Hey guys. Wondering what everyone does for wiring valves that are spaced far apart. I got a large area that will have 12 boxes spaced roughly 36 feet apart. So it's over 400 feet in length. Is the only way to cut the 13 conductor wire at each box and make your two connections and splice the rest back together and continue on down the way? Or to shave back the jacket and pull two wires out and leave the others intact?There has to be a better way right? Not really interested in the two wire decoder method. Thanks in advance


----------



## hsvtoolfool (Jul 23, 2018)

I think this question is over most of our heads, @Amosjdg . It's not really an average residential design.

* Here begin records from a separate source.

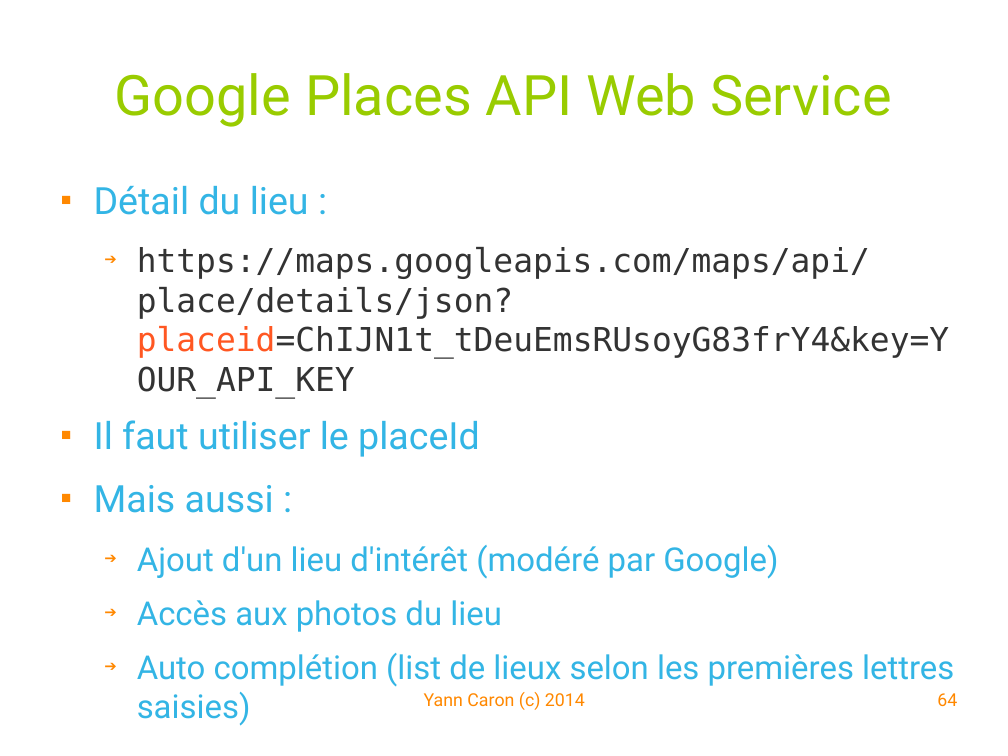
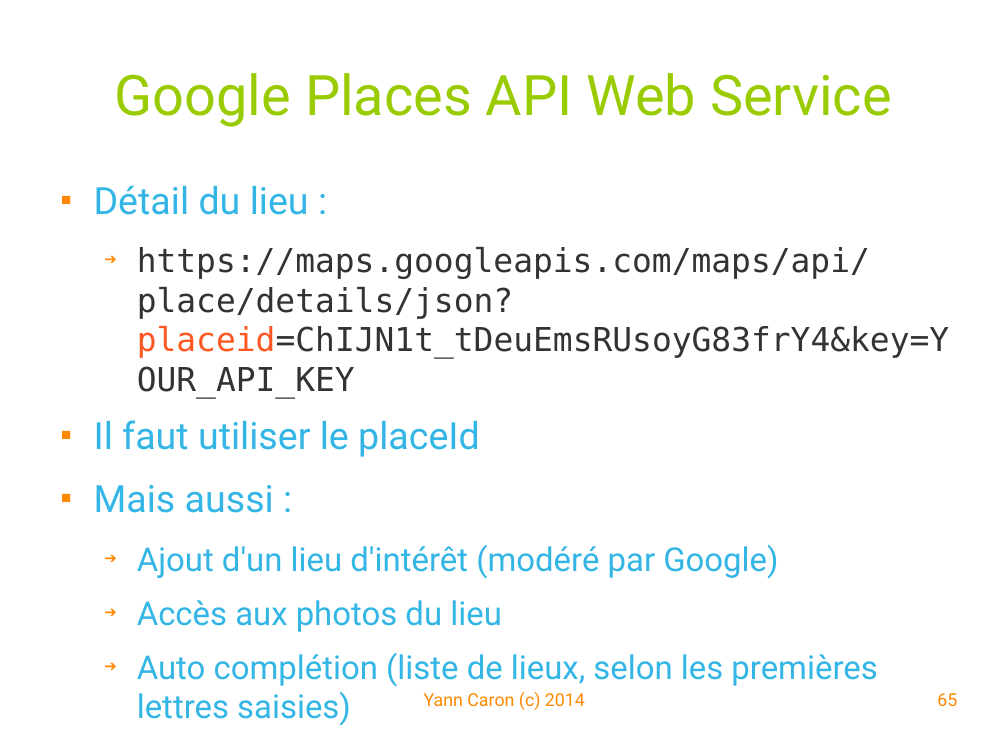
Before and after one commit to YannCaron/Android-ENSG, a slide deck: slide 65 of 05 - Google Map.odp (slide 64 before the commit). Drawn at 1008x756 pixels with LibreOffice and Linux fonts; fonts in the diff are those of the drawing; background and template pictures are left out. Boxes give left, top, right and bottom in pixels: in the first picture for what was removed or moved away, otherwise in the second. Text is boxed around its words. In the diff, an @@ line names an element or a change of style, - is before the commit and + after.

Commit message:
google map fragment and syntax

```diff
--- a/05 - Google Map.odp
+++ b/05 - Google Map.odp
@@ text at [137, 653, 877, 726]: text changed @@
-  ➔ Auto complétion (list de lieux selon les premières lettres saisies)
+  ➔ Auto complétion (liste de lieux, selon les premières lettres saisies)
@@ page number at [937, 693, 957, 706]: text changed @@
-64
+65
```
Also in this commit, not shown: 7 other slides changed, 1 slide added.

Personally, I'd run each valve box wire back to a central location in the yard which aggregates all the wires. Maybe use a small above-ground box in a mulch bed to keep all the connections dry and easy to work on. I'd run 4 or 6 conductor wire from each valve box back to this central box. This is just to have some spare wires at each valve. Then I'd send TWO 8 or 10 conductor wires from the central box back to the controller. Having a few spare wires allows you to quickly swap if a break ever happens. It's very helpful for debugging too. Or you can easily add another valve for drip irrigation (or whatever) later. And it's just me, but I'd also put all the wires in PVC conduit. It would save messing up the lawn later if you need to re-pull a leg later.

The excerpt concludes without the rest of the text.